Quanto a referências cinematográficas, algo de especial inspirou o cineasta? Segundo Augustín, para além da cinefilia e das muitas referências que Miguel Llansó usa no filme, talvez a maior citação seja a da figura de Werner Herzog – grande cineasta alemão em cujo um dos clássicos, “Fitzcarraldo“, carregava-se um barco pela Amazónia adentro. “Ele acredita na ideia de que a arte muda quem a faz e quem assiste. No nosso caso, fomos à Etiópia filmar, sofremos, experimentamos transformações”, diz.

ERA UMA VEZ NA ETIÓPIA

As filmagens levaram-vos à Etiópia. Já conheciam? “Não conhecia”, diz Llansó. “Foi uma experiência brutal. Até arranjei um ‘amigo’ durante um ano e meio – um parasita que me fez lembrar o filme muito tempo! (risos). Mas me pareceu fantástico rodar aí, completamente caótico. Num outro momento precisávamos de uma arma de verdade, então um polícia emprestou a dele e disse ‘tira as balas e podes usar. Sei que não vais matar ninguém mesmo!” (risos).
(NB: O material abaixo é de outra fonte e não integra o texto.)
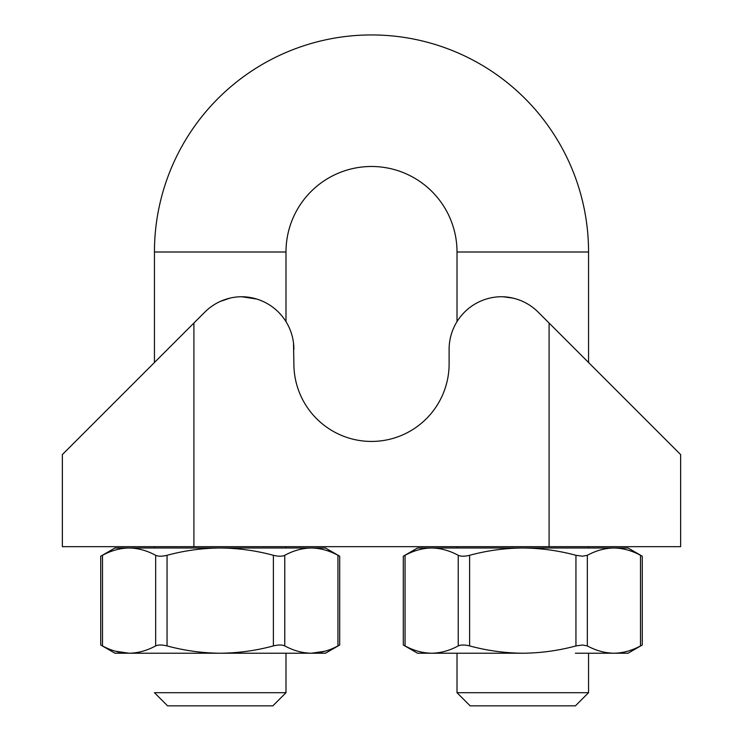 <?xml version="1.0" encoding="UTF-8"?>
<svg xmlns="http://www.w3.org/2000/svg" width="743" height="743" viewBox="0 0 743 743"><rect width="100%" height="100%" fill="white"/><g stroke="black" fill="none" stroke-linecap="round" stroke-linejoin="round"><path stroke-width="1.11" d="M503.011 296.763L513.014 298.119M588.558 362.5L588.558 251.998A217.058 217.058 0 0 0 371.5 34.94A217.058 217.058 0 0 0 154.442 251.998L154.442 362.5L147.866 369.076L193.904 323.038L62.356 454.586L193.904 323.038L193.904 546.672L680.644 546.672L680.644 454.586L549.096 323.038L680.644 454.586L549.096 323.038L549.096 546.672M154.442 362.5L62.356 454.586L62.356 546.672L193.904 546.672M293.504 343.025L293.884 363.819A77.616 77.616 0 0 0 371.5 441.435A77.616 77.616 0 0 0 449.116 363.819L449.116 349.349A52.623 52.623 0 0 1 501.358 296.726A52.623 52.623 0 0 1 538.192 312.144L549.096 323.038M293.884 349.349A52.623 52.623 0 0 0 241.642 296.726A52.623 52.623 0 0 0 204.808 312.144L193.904 323.038M220.216 301.454L229.912 298.138M241.642 296.726L256.623 299.02M154.442 251.998L285.99 251.998A85.51 85.51 0 0 1 371.5 166.488A85.51 85.51 0 0 1 457.01 251.998L457.01 321.626M285.99 692.699L272.839 705.85L167.593 705.85L154.442 692.699L285.99 692.699L285.99 653.227M588.558 692.699L575.407 705.85L470.161 705.85L457.01 692.699L588.558 692.699L588.558 653.227M154.442 546.672L154.442 547.99M285.99 251.998L285.99 321.626M285.99 546.672L285.99 547.99M457.01 546.672L457.01 547.99M457.01 653.227L457.01 692.699M588.558 546.672L588.558 547.99M324.756 651.286L311.354 653.227L325.453 653.227L339.7 645.008L339.7 556.21L325.453 547.99L311.354 547.99C302.317 548.148 293.457 550.591 284.773 555.3L284.773 645.918C293.476 650.617 302.336 653.06 311.354 653.227C320.4 653.069 329.26 650.627 337.944 645.918C340.275 644.71 340.275 644.71 337.944 645.918L337.944 555.3C329.242 550.6 320.382 548.158 311.354 547.99L220.216 547.99C202.142 548.148 184.413 550.591 167.054 555.3L167.054 645.918C184.45 650.617 202.17 653.06 220.216 653.227C238.299 653.069 256.019 650.627 273.378 645.918L273.378 555.3C255.982 550.6 238.262 548.158 220.216 547.99L129.078 547.99C120.004 548.167 111.144 550.6 102.497 555.3C100.156 556.507 100.156 556.507 102.497 555.3L102.497 645.918C111.144 650.617 120.004 653.06 129.078 653.227L115.453 651.23M129.078 653.227C138.04 653.088 146.9 650.654 155.658 645.918L155.658 555.3C146.9 550.572 138.04 548.13 129.078 547.99L114.979 547.99L100.732 556.21L100.732 645.008L114.979 653.227L311.354 653.227M155.658 555.3C158.278 556.507 162.076 556.507 167.054 555.3M273.378 555.3C278.337 556.507 282.136 556.507 284.773 555.3M337.944 555.3C340.275 556.507 340.275 556.507 337.944 555.3M102.497 645.918C100.156 644.71 100.156 644.71 102.497 645.918M167.054 645.918C162.095 644.71 158.296 644.71 155.658 645.918M284.773 645.918C282.154 644.71 278.356 644.71 273.378 645.918M463.539 653.227L522.784 653.227C540.858 653.069 558.587 650.627 575.946 645.918L575.946 555.3C558.55 550.6 540.83 548.158 522.784 547.99C504.701 548.148 486.981 550.591 469.622 555.3L469.622 645.918C487.018 650.617 504.738 653.06 522.784 653.227L431.646 653.227C440.71 653.06 449.58 650.617 458.227 645.918L458.227 555.3C449.58 550.6 440.71 548.167 431.646 547.99C422.674 548.13 413.814 550.572 405.056 555.3C402.725 556.507 402.725 556.507 405.056 555.3L405.056 645.918C413.814 650.654 422.674 653.088 431.646 653.227L417.547 653.227L403.3 645.008L403.3 556.21L417.547 547.99L575.407 547.99L463.539 547.99M575.946 555.3L582.531 556.21L587.341 555.3L587.341 645.918L582.531 645.008L575.946 645.918M587.341 645.918C596.044 650.617 604.904 653.06 613.922 653.227C622.959 653.069 631.829 650.627 640.503 645.918L640.503 555.3C642.844 556.507 642.844 556.507 640.503 555.3C631.81 550.6 622.95 548.158 613.922 547.99L575.407 547.99M575.407 653.227L628.021 653.227L642.268 645.008L642.268 556.21L628.021 547.99L613.922 547.99C604.886 548.148 596.025 550.591 587.341 555.3M458.227 555.3C460.846 556.507 464.644 556.507 469.622 555.3M469.622 645.918C464.663 644.71 460.864 644.71 458.227 645.918M640.503 645.918C642.844 644.71 642.844 644.71 640.503 645.918M405.056 645.918C402.725 644.71 402.725 644.71 405.056 645.918M588.558 251.998L457.01 251.998"/></g></svg>

Era tudo muito louco”, continua. “Havia paragens de vez em quando porque havia crocodilos por perto. Depois nos informaram que estávamos a dois quilómetros de uma reserva de leões. Eu estava vestido com um traje de mosca e diziam ‘daqui a dois quilómetros há uma reserva de leões’ (risos). E todo mundo com botas, roupas atléticas, e eu com aquele traje (risos). Não me agrada muito esta informação agora!” (risos).

Em termos de projetos futuros, Guillermo Llansó estará na próxima edição do Festival de Roterdão (em final de janeiro) com “Inmotep“, de Julián Génisson, enquanto Mateo Augustín surge no filme de estreia de Andrea Bagney, “Ramona“, ainda sem data de lançamento.